17 Apr 2022

'You only take two things with you' - Jane Seymour on life, death and dementia

6:26 pm on 17 April 2022

Two-time Golden Globe Winner and iconic Hollywood starlet Jane Seymour is known throughout the world for playing a Bond girl, Maria Callas and Dr Quinn, Medicine Woman. But her latest role as Ruby in Ruby's Choice could be her most poignant yet.

Jane Seymour attends the 2022 Vanity Fair Oscar Party following the 94th Oscars at the The Wallis Annenberg Center for the Performing Arts in Beverly Hills, California on March 27, 2022.

Jane Seymour attends the 2022 Vanity Fair Oscar Party following the 94th Oscars at the The Wallis Annenberg Center for the Performing Arts in Beverly Hills, California on March 27, 2022. Photo: AFP

Seymour plays Ruby, a woman with dementia, sharing a room with her granddaughter, who is less than keen about the arrangement. However, the more time they spend together and the more family secrets emerge, the more the teenage appreciates her grandmother.

Having been around a lot of people who have had Alzheimer's throughout her life, not to mention producing the movie about musician Glen Campbell's struggle with the disease, the 71-year-old actress felt instantly drawn to the role.

Seymour, who is a global ambassador for the Dementia Foundation for Spark of Life, joins Sunday Morning to discuss Ruby's Choice, how she got inside the head of the character, and why she continues to keep looking forward and living her life in the present moment.

"I'm very proud of this film," Seymour says.

"It's very much sort of the little engine that could. The fact that we were able to film it during Covid was unbelievable."

"Having been around a lot of people with Alzheimer's, having had it touch my life ... I just felt this was a very important movie."

Alzheimer's has been the subject of several films lately, including Sir Anthony Hopkins' Oscar-winning turn in The Father. Seymour says the somewhat optimistic tone of Ruby's Choice sets it apart a bit.

"There have been a bunch of movies about Alzheimer's but not ones like Ruby, where she really turns everything around for the better and makes life better for everyone out of something that normally just makes you want to weep and cry and you feel it's the end of the world."

Seymour said the movie strives to show multiple sides of how dementia affects families and shows Ruby's point of view.

"She's bringing another way of looking at the world while she's leaving our world in her own mind."

"It's curious and it's amusing at the same time it just rips your heart out."

Seymour was one of the executive producers of Glen Campbell: I'll Be Me, a 2014 documentary about the late country singer's battle with Alzheimer's.

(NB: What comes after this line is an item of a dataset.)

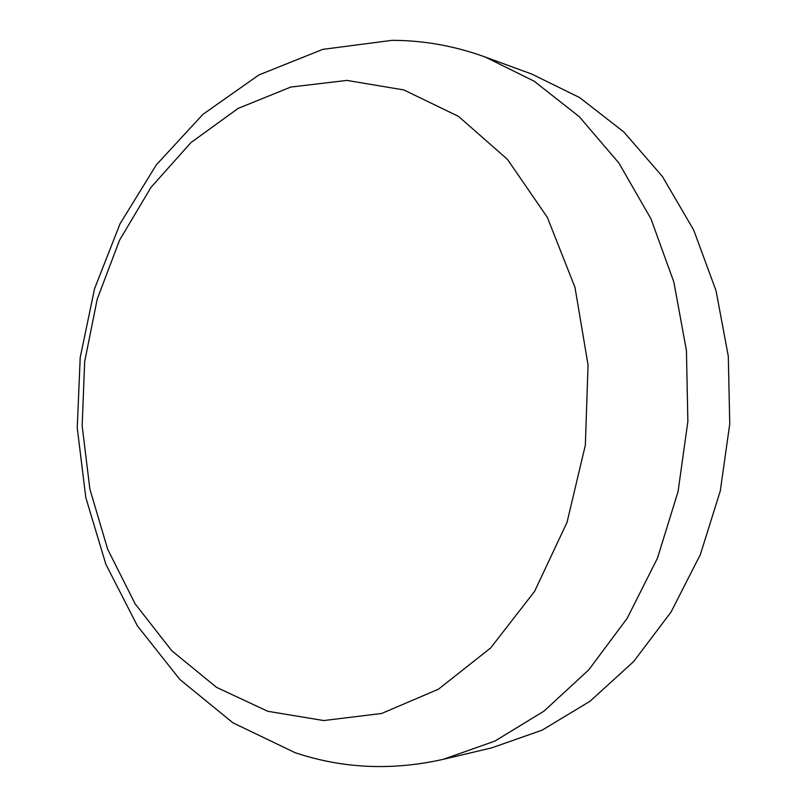 <?xml version="1.0" encoding="UTF-8"?>
<svg xmlns="http://www.w3.org/2000/svg" width="807" height="807" viewBox="0 0 807 807"><rect width="100%" height="100%" fill="white"/><g stroke="black" fill="none" stroke-linecap="round" stroke-linejoin="round"><path stroke-width="1.21" d="M443.416 759.286L491.786 747.847L542.092 730.164L590.018 701.253L633.626 661.569L671 612.13L700.365 554.54L720.288 490.949L729.75 423.907L728.297 356.22L716.041 290.722L693.697 230.066L662.446 176.541L623.841 131.975L579.678 97.597L531.813 74.083L485.148 56.994C454.502 45.898 423.433 40.35 391.93 40.35L322.719 49.378L258.845 74.97L202.9 114.382L156.356 164.82L120.072 223.731L94.56 288.714L80.206 357.521L77.25 427.892L85.804 497.576L105.878 564.315L137.341 625.778L179.9 679.524L232.941 722.82L295.1 752.679C342.672 768.627 392.111 770.836 443.416 759.286L494.883 741.088L544.009 711.118L588.787 669.82L627.231 618.243L657.493 558.081L678.062 491.574L687.867 421.425L686.434 350.611L673.885 282.137L650.956 218.808L618.898 163.044L579.325 116.733L534.093 81.154L485.148 56.994M267.803 711.3L323.698 720.55L381.61 713.479L438.413 689.218L490.606 648.001L534.587 591.38L567.039 522.341L585.347 445.151L588.051 364.976L574.977 287.332L547.348 217.386L507.482 159.403L458.497 116.379L403.833 89.94L346.899 80.407L290.782 87.055L238.115 108.41L191.007 142.536L151.091 187.234L119.547 240.204L97.223 299.135L84.654 361.768L82.163 425.834L89.87 489.082L107.654 549.224L135.173 603.918L171.79 650.755L216.498 687.332L267.803 711.3"/></g></svg>
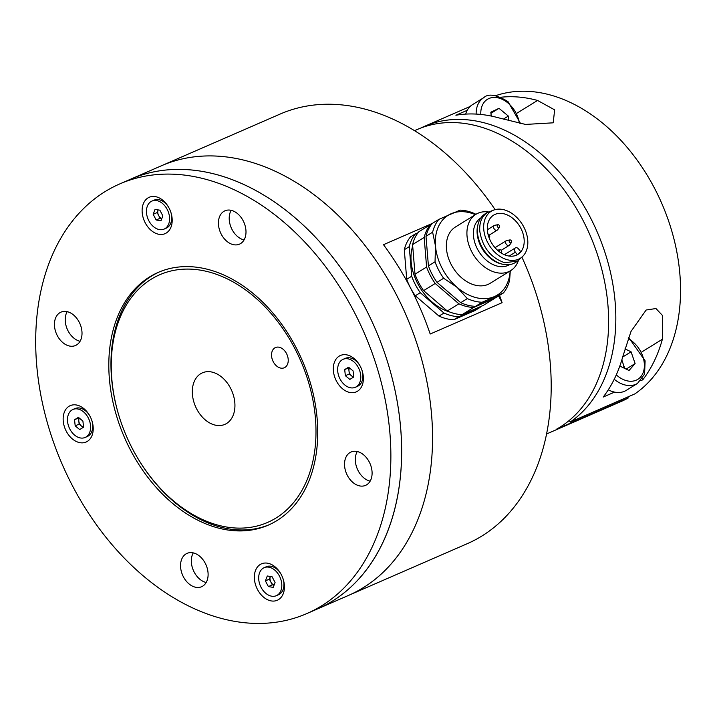 <?xml version="1.0" encoding="UTF-8"?>
<svg xmlns="http://www.w3.org/2000/svg" width="715" height="715" viewBox="0 0 715 715"><rect width="100%" height="100%" fill="white"/><g stroke="black" fill="none" stroke-linecap="round" stroke-linejoin="round"><path stroke-width="1.07" d="M226.619 423.459A28.117 19.761 -113.5 0 0 231.16 389.425A28.117 19.761 -113.5 0 0 202.399 372.828A28.117 19.761 -113.5 0 0 195.508 406.495A28.117 19.761 -113.5 0 0 224.859 424.379A28.117 19.761 -113.5 0 0 226.619 423.459M284.981 367.394A11.029 7.749 -113.5 0 0 286.76 354.05A11.029 7.749 -113.5 0 0 275.481 347.544A11.029 7.749 -113.5 0 0 272.781 360.744A11.029 7.749 -113.5 0 0 284.293 367.76A11.029 7.749 -113.5 0 0 284.981 367.394M151.214 279.207A135.072 94.934 -113.5 0 0 119.307 416.943A135.072 94.934 -113.5 0 0 135.966 455.178A135.072 94.934 -113.5 0 0 278.939 516.105A135.072 94.934 -113.5 0 0 293.651 346.283A135.072 94.934 -113.5 0 0 151.214 279.207M119.307 416.943L119.182 416.541A137.825 96.865 66.5 0 1 151.732 275.99A137.825 96.865 66.5 0 1 159.302 271.941M269.385 524.64A137.825 96.865 66.5 0 1 136.181 455.544L135.966 455.178M306.842 613.568A234.306 164.673 -113.5 0 0 377.44 534.614A234.306 164.673 -113.5 0 0 328.212 270.207A234.306 164.673 -113.5 0 0 119.691 183.952A234.306 164.673 -113.5 0 0 62.294 464.527A234.306 164.673 -113.5 0 0 306.842 613.568L317.63 608.867A234.306 164.673 -113.5 0 0 388.227 529.913A234.306 164.673 -113.5 0 0 338.999 265.506A234.306 164.673 -113.5 0 0 130.479 179.251A234.306 164.673 66.5 0 1 375.026 328.292A234.306 164.673 66.5 0 1 317.63 608.867L348.545 595.398A234.306 164.673 -113.5 0 0 363.247 587.703A234.306 164.673 -113.5 0 0 401.044 304.098A234.306 164.673 -113.5 0 0 161.402 165.782A234.306 164.673 66.5 0 1 405.95 314.823A234.306 164.673 66.5 0 1 348.545 595.398L467.199 543.713A234.306 164.673 -113.5 0 0 481.901 536.018A234.306 164.673 -113.5 0 0 521.932 257.194M495.12 209.62A234.306 164.673 -113.5 0 0 280.048 114.096L119.691 183.952M499.517 295.384A234.306 164.673 66.5 0 1 502.1 302.686L430.198 334.012A234.306 164.673 -113.5 0 0 383.499 244.691L432.325 223.42M498.587 295.956L502.1 302.686M358.161 470.747A18.197 12.79 66.5 0 1 357.25 451.531A18.197 12.79 -113.5 0 0 357.375 469.094A18.197 12.79 -113.5 0 0 370.156 481.15A18.197 12.79 66.5 0 1 358.161 470.747M194.176 572.098A18.197 12.79 66.5 0 1 193.265 552.883A18.197 12.79 -113.5 0 0 193.39 570.445A18.197 12.79 -113.5 0 0 206.17 582.502A18.197 12.79 66.5 0 1 194.176 572.098M68.077 330.893A18.197 12.79 66.5 0 1 67.165 311.669A18.197 12.79 -113.5 0 0 67.29 329.24A18.197 12.79 -113.5 0 0 80.071 341.287A18.197 12.79 66.5 0 1 68.077 330.893M232.062 229.542A18.197 12.79 66.5 0 1 231.151 210.317A18.197 12.79 -113.5 0 0 231.276 227.888A18.197 12.79 -113.5 0 0 244.056 239.936A18.197 12.79 66.5 0 1 232.062 229.542M518.42 260.501A33.078 23.407 -121.7 0 1 510.742 270.583A33.078 23.407 -121.7 0 1 473.437 254.755A33.078 23.407 -121.7 0 1 475.958 214.303A33.078 23.407 -121.7 0 1 488.408 211.944M475.958 214.303L455.392 227.021A33.078 23.407 58.3 0 0 452.872 267.464A33.078 23.407 58.3 0 0 490.177 283.292L510.742 270.583M509.679 264.595A27.429 19.412 -121.7 0 1 478.8 251.439A27.429 19.412 -121.7 0 1 480.838 217.932M475.377 214.67A46.859 33.167 58.3 0 0 451.129 213.731A46.859 33.167 58.3 0 0 435.489 245.978A46.859 33.167 58.3 0 0 457.144 287.394A46.859 33.167 58.3 0 0 494.44 296.582A46.859 33.167 58.3 0 0 510.161 270.94M517.589 261.163L515.354 262.548A28.671 20.288 -121.7 0 1 502.591 264.228L501.206 263.898A27.429 19.412 -121.7 0 1 501.027 263.853A27.429 19.412 -121.7 0 1 477.674 225.833L478.004 224.439A28.671 20.288 -121.7 0 1 485.208 213.776L487.442 212.391M502.591 264.228A28.671 20.288 -121.7 0 1 502.404 264.184A28.671 20.288 -121.7 0 1 478.004 224.439M510.287 270.869L509.625 280.164A49.621 35.115 -121.7 0 1 503.414 292.971L496.791 297.065L475.52 306.333L482.142 302.239A49.621 35.115 -121.7 0 1 467.333 298.593L460.701 302.686A49.621 35.115 58.3 0 0 475.52 306.333M467.333 298.593L457.144 287.394L443.64 278.251A49.621 35.115 -121.7 0 1 435.042 261.797L435.489 245.978L432.629 232.196A49.621 35.115 -121.7 0 1 438.84 219.389L460.111 210.13A49.621 35.115 -121.7 0 1 474.921 213.776L475.931 214.33M503.414 292.971L482.142 302.239M443.64 278.251L437.017 282.354L460.701 302.686M435.042 261.797L428.419 265.891A49.621 35.115 58.3 0 0 437.017 282.354M432.629 232.196L425.997 236.299L428.419 265.891M438.84 219.389L432.209 223.491A49.621 35.115 58.3 0 0 425.997 236.299M431.797 224.001L430.385 224.617A49.621 35.115 58.3 0 0 424.174 237.425L426.596 267.026A49.621 35.115 58.3 0 0 435.194 283.48L458.887 303.812A49.621 35.115 58.3 0 0 473.696 307.459L494.968 298.191A49.621 35.115 58.3 0 0 495.388 297.681M494.968 298.191L483.376 305.359L462.104 314.627L473.696 307.459M458.887 303.812L447.286 310.98A49.621 35.115 58.3 0 0 462.104 314.627M435.194 283.48L423.602 290.639L447.286 310.98M426.596 267.026L414.995 274.185A49.621 35.115 58.3 0 0 423.602 290.639M424.174 237.425L412.582 244.584L414.995 274.185M430.385 224.617L418.793 231.776A49.621 35.115 58.3 0 0 412.582 244.584M412.698 246.04A46.037 32.577 58.3 0 0 449.726 312.008M480.793 306.485A49.621 35.115 -121.7 0 1 480.06 307.405L458.789 316.673A49.621 35.115 -121.7 0 1 443.979 313.027L420.286 292.694A49.621 35.115 -121.7 0 1 411.688 276.231L409.266 246.639A49.621 35.115 -121.7 0 1 415.478 233.832L418.06 232.706M409.266 246.639L404.297 249.705L406.719 279.306L411.688 276.231M406.719 279.306A49.621 35.115 58.3 0 0 415.317 295.76L420.286 292.694M415.317 295.76L439.001 316.093L443.979 313.027M439.001 316.093A49.621 35.115 58.3 0 0 453.819 319.739L458.789 316.673M453.819 319.739L475.091 310.48L480.06 307.405M404.297 249.705A49.621 35.115 58.3 0 1 410.508 236.897L415.478 233.832M494.387 209.826L487.487 212.471C481.821 216.252 479.247 222.49 479.774 231.177C482.411 247.265 490.696 257.784 504.638 262.718L517.544 261.091L522.987 256.104A27.635 19.555 58.3 0 0 522.388 224.501A27.635 19.555 58.3 0 0 494.387 209.826A27.635 19.555 58.3 0 0 483.76 229.372A27.635 19.555 58.3 0 0 499.41 256.006A27.635 19.555 58.3 0 0 522.987 256.104M487.38 230.257A23.086 16.338 -121.7 0 1 493.609 215.144A23.086 16.338 -121.7 0 1 519.644 226.19A23.086 16.338 -121.7 0 1 517.883 254.424A23.086 16.338 -121.7 0 1 498.9 251.376A23.086 16.338 -121.7 0 1 487.38 230.257M517.463 254.665A23.086 16.338 58.3 0 0 520.6 251.546L518.616 249.026A3.173 2.243 -121.7 0 0 515.336 247.926A3.173 2.243 -121.7 0 0 515.381 252.216L517.365 254.728M500.598 252.609A1.573 1.117 58.3 0 0 501.528 252.315A1.573 1.117 58.3 0 0 501.724 251.492A1.573 1.117 58.3 0 0 499.928 249.732A1.573 1.117 58.3 0 0 499.651 251.948M509.875 239.927L506.819 240.481A2.753 1.948 58.3 0 0 506.318 240.669A2.753 1.948 58.3 0 0 505.576 242.474A2.753 1.948 58.3 0 0 506.953 244.995A2.753 1.948 58.3 0 0 509.223 245.361A2.753 1.948 58.3 0 0 509.616 244.995L511.475 242.51A1.573 1.117 58.3 0 0 511.672 241.679A1.573 1.117 58.3 0 0 509.875 239.927A1.573 1.117 58.3 0 0 509.473 241.965A1.573 1.117 58.3 0 0 511.475 242.51M497.89 224.716L494.834 225.27A2.753 1.948 58.3 0 0 494.333 225.457A2.753 1.948 58.3 0 0 493.591 227.263A2.753 1.948 58.3 0 0 494.968 229.783A2.753 1.948 58.3 0 0 497.229 230.15A2.753 1.948 58.3 0 0 497.622 229.783L499.481 227.299A1.573 1.117 58.3 0 0 499.687 226.476A1.573 1.117 58.3 0 0 497.89 224.716A1.573 1.117 58.3 0 0 497.488 226.753A1.573 1.117 58.3 0 0 499.481 227.299M488.077 234.511A1.573 1.117 -121.7 0 1 488.372 234.547A1.573 1.117 -121.7 0 1 489.56 235.628A1.573 1.117 -121.7 0 1 489.534 237.103A1.573 1.117 -121.7 0 1 488.971 237.434M546.618 433.951L621.246 401.437A165.388 116.241 -113.5 0 0 628.262 397.969L556.359 429.295A165.388 116.241 -113.5 0 0 559.711 427.329A165.388 116.241 -113.5 0 0 586.389 227.138A165.388 116.241 -113.5 0 0 417.229 129.504L414.512 130.693M627.752 396.986L628.262 397.969M420.867 128.03A165.388 116.241 -113.5 0 1 424.424 126.376A165.388 116.241 -113.5 0 1 592.377 221.534A165.388 116.241 -113.5 0 1 570.177 422.073L569.31 420.42M570.177 422.073L634.893 393.876A165.388 116.241 -113.5 0 0 659.275 197.867A165.388 116.241 -113.5 0 0 495.736 95.64M500.974 97.231A165.388 116.241 66.5 0 1 537.546 100.449L554.652 109.86L553.196 122.819L525.525 124.428L497.998 117.68A165.388 116.241 -113.5 0 0 455.902 115.24L467.226 110.307M614.551 392.106L603.219 397.04A165.388 116.241 -113.5 0 0 622.837 356.463L631.014 331.429L646.146 310.015L655.959 308.54L662.439 315.431L662.385 339.232A165.388 116.241 66.5 0 1 642.776 379.817L642.267 378.843M640.819 380.666L642.776 379.817M622.685 357.017L631.086 351.816L624.981 348.884M631.086 351.816L635.108 363.578L629.03 370.486L619.807 366.062M608.286 389.818A27.563 19.511 58.3 0 0 626.242 390.372L637.512 383.41A27.563 19.511 -121.7 0 1 614.23 379.272M621.827 359.94L624.731 368.431M626.161 369.11L635.108 363.578M623.882 368.019A11.029 7.802 58.3 0 0 623.158 363.846A11.029 7.802 58.3 0 0 621.612 360.628M491.223 116.053L490.83 112.21L498.999 108.331L508.338 116.071L508.794 120.612M476.154 114.078A27.563 19.511 -121.7 0 1 483.689 97.723L472.427 104.685A27.563 19.511 58.3 0 0 465.715 114.105M490.946 113.31L498.999 108.331M503.36 119.146L508.338 116.071M80.974 339.384A18.197 12.79 -113.5 0 0 77.148 318.845A18.197 12.79 -113.5 0 0 60.954 312.151A18.197 12.79 -113.5 0 0 56.503 333.941A18.197 12.79 -113.5 0 0 75.486 345.506A18.197 12.79 -113.5 0 0 80.974 339.384M244.959 238.024A18.197 12.79 -113.5 0 0 241.134 217.494A18.197 12.79 -113.5 0 0 224.948 210.8A18.197 12.79 -113.5 0 0 220.488 232.59A18.197 12.79 -113.5 0 0 239.471 244.155A18.197 12.79 -113.5 0 0 244.959 238.024M362.255 385.188A19.85 13.951 -113.5 0 0 362.21 370.987A19.85 13.951 -113.5 0 0 359.761 365.365A19.85 13.951 -113.5 0 0 336.89 358.063A19.85 13.951 -113.5 0 0 340.51 386.86A19.85 13.951 -113.5 0 0 362.255 385.188M283.292 593.566A19.85 13.951 -113.5 0 0 283.238 579.365A19.85 13.951 -113.5 0 0 280.798 573.743A19.85 13.951 -113.5 0 0 257.918 566.441A19.85 13.951 -113.5 0 0 261.547 595.238A19.85 13.951 -113.5 0 0 283.292 593.566M92.092 435.346A19.85 13.951 -113.5 0 0 92.038 421.144A19.85 13.951 -113.5 0 0 89.598 415.531A19.85 13.951 -113.5 0 0 66.718 408.229A19.85 13.951 -113.5 0 0 70.347 437.017A19.85 13.951 -113.5 0 0 92.092 435.346M171.055 226.968A19.85 13.951 -113.5 0 0 171.01 212.766A19.85 13.951 -113.5 0 0 168.561 207.153A19.85 13.951 -113.5 0 0 145.69 199.851A19.85 13.951 -113.5 0 0 149.31 228.639A19.85 13.951 -113.5 0 0 171.055 226.968M309.836 478.675A137.825 96.865 -113.5 0 0 280.879 323.135A137.825 96.865 -113.5 0 0 158.221 272.406A137.825 96.865 -113.5 0 0 124.455 437.446A137.825 96.865 -113.5 0 0 268.313 525.114A137.825 96.865 -113.5 0 0 309.836 478.675M207.073 580.589A18.197 12.79 -113.5 0 0 203.248 560.06A18.197 12.79 -113.5 0 0 187.062 553.365A18.197 12.79 -113.5 0 0 182.602 575.146A18.197 12.79 -113.5 0 0 201.594 586.72A18.197 12.79 -113.5 0 0 207.073 580.589M371.058 479.238A18.197 12.79 -113.5 0 0 367.233 458.708A18.197 12.79 -113.5 0 0 351.047 452.014A18.197 12.79 -113.5 0 0 346.587 473.795A18.197 12.79 -113.5 0 0 365.58 485.369A18.197 12.79 -113.5 0 0 371.058 479.238M356.258 386.806A15.274 10.734 -113.5 0 0 358.742 368.323A15.274 10.734 -113.5 0 0 343.111 359.305A15.274 10.734 -113.5 0 0 339.375 377.592A15.274 10.734 -113.5 0 0 355.31 387.307A15.274 10.734 -113.5 0 0 356.258 386.806M349.85 379.415L345.345 375.688L344.71 369.566L348.58 367.188L353.085 370.924L353.719 377.037L349.85 379.415M355.31 387.307L357.437 386.377A15.274 10.734 -113.5 0 0 358.376 385.886A15.274 10.734 -113.5 0 0 362.094 370.62M359.949 365.696A15.274 10.734 -113.5 0 0 345.238 358.376L343.111 359.305M353.308 377.288L349.304 373.963L345.345 375.688M349.304 373.963L348.67 367.85L344.71 369.566M349.456 367.921A5.568 3.915 -113.5 0 0 348.983 370.906A5.568 3.915 -113.5 0 0 351.548 375.831A5.568 3.915 -113.5 0 0 353.702 376.877M167.203 209.432A15.274 10.734 -113.5 0 0 151.911 201.085A15.274 10.734 -113.5 0 0 148.175 219.371A15.274 10.734 -113.5 0 0 164.11 229.086A15.274 10.734 -113.5 0 0 167.203 209.432M162.841 215.867L160.982 220.774L156.147 219.988L153.18 214.303L155.048 209.397L159.883 210.183L162.841 215.867M168.749 207.475A15.274 10.734 -113.5 0 0 154.038 200.164L151.911 201.085M164.11 229.086L166.229 228.165A15.274 10.734 -113.5 0 0 170.894 212.409M161.822 218.549L160.097 218.272L156.147 219.988M160.097 218.272L157.139 212.578L153.18 214.303M157.139 212.578L158.158 209.906A5.568 3.915 -113.5 0 0 158.069 210.13A5.568 3.915 -113.5 0 0 158.614 215.421A5.568 3.915 -113.5 0 0 161.849 218.486M72.001 409.954A15.274 10.734 -113.5 0 0 69.525 428.437A15.274 10.734 -113.5 0 0 85.148 437.464A15.274 10.734 -113.5 0 0 88.883 419.178A15.274 10.734 -113.5 0 0 72.948 409.463A15.274 10.734 -113.5 0 0 72.001 409.954M78.409 417.346L82.913 421.081L83.548 427.195L79.678 429.581L75.182 425.845L74.548 419.732L78.409 417.346M85.148 437.464L87.266 436.543A15.274 10.734 -113.5 0 0 91.931 420.786M89.777 415.853A15.274 10.734 -113.5 0 0 75.066 408.542L72.948 409.463M83.146 427.445L79.133 424.12L75.182 425.845M79.133 424.12L78.498 418.007L74.548 419.732M79.294 418.078A5.568 3.915 -113.5 0 0 78.82 421.064A5.568 3.915 -113.5 0 0 81.385 425.988A5.568 3.915 -113.5 0 0 83.53 427.034M261.064 587.337A15.274 10.734 -113.5 0 0 276.348 595.684A15.274 10.734 -113.5 0 0 280.083 577.398A15.274 10.734 -113.5 0 0 264.148 567.683A15.274 10.734 -113.5 0 0 261.064 587.337M265.417 580.902L267.285 575.995L272.111 576.782L275.078 582.466L273.21 587.373L268.384 586.586L265.417 580.902L269.367 579.177L270.386 576.496A5.568 3.915 -113.5 0 0 270.306 576.728A5.568 3.915 -113.5 0 0 270.851 582.019L269.367 579.177M276.348 595.684L278.466 594.755A15.274 10.734 -113.5 0 0 283.131 578.998M280.986 574.074A15.274 10.734 -113.5 0 0 266.266 566.754L264.148 567.683M274.06 585.147L272.335 584.861L268.384 586.586M272.335 584.861L270.851 582.019A5.568 3.915 -113.5 0 0 274.086 585.085M515.381 252.216L509.16 256.068M641.945 351.869L662.385 339.232M517.106 113.086L537.546 100.449M616.285 374.875A24.256 17.169 58.3 0 0 643.428 371.863A24.256 17.169 58.3 0 0 628.244 338.687M519.313 123.195A24.256 17.169 58.3 0 0 507.865 102.915A24.256 17.169 58.3 0 0 480.82 114.445M504.379 254.692L515.336 247.926M499.928 249.732L497.488 250.179M501.528 252.315L501.072 252.922M506.318 240.669L495.012 247.658M509.223 245.361L501.215 250.313M494.333 225.457L487.344 229.783M497.229 230.15L489.221 235.101M489.534 237.103L489.078 237.72M424.424 126.376L470.13 106.464M637.512 383.41L644.59 374.106L645.1 360.816L628.673 337.48M520.52 123.454L507.981 101.593C496.335 94.586 488.238 93.299 483.689 97.723"/></g></svg>

She said that while working on that, Campbell could get confused and not know where he was, and she saw how music and art made a big difference in his moods.

"The last things to go are dance, music, singing and art.

"If you're ever with someone who's suffering from dementia or Alzheimer's, you can bring them back to life for a moment or so through music that they probably would have known back in the day when they were much younger."

Seymour also had an uncle who had Alzheimer's and an aunt who did not want to put him in a care home.

"The stress of it took her life about 15 or more years before her husband died," she says.

"I always tell people who are caregivers there comes a point where you can't care for someone if you can't care for yourself."

While playing Ruby, Seymour says she had to commit to imagining the way the world looked to her.

"Playing Ruby I just had to imagine that everything was real for her, whether the people around her knew it wasn't or not. For her, it was."

Seymour said she had her own near-death experience some years ago due to anaphylactic shock, and it changed her own perspectives.

"I realised you only take two things with you when you pass - and that is the love you've shared, and the difference you've made."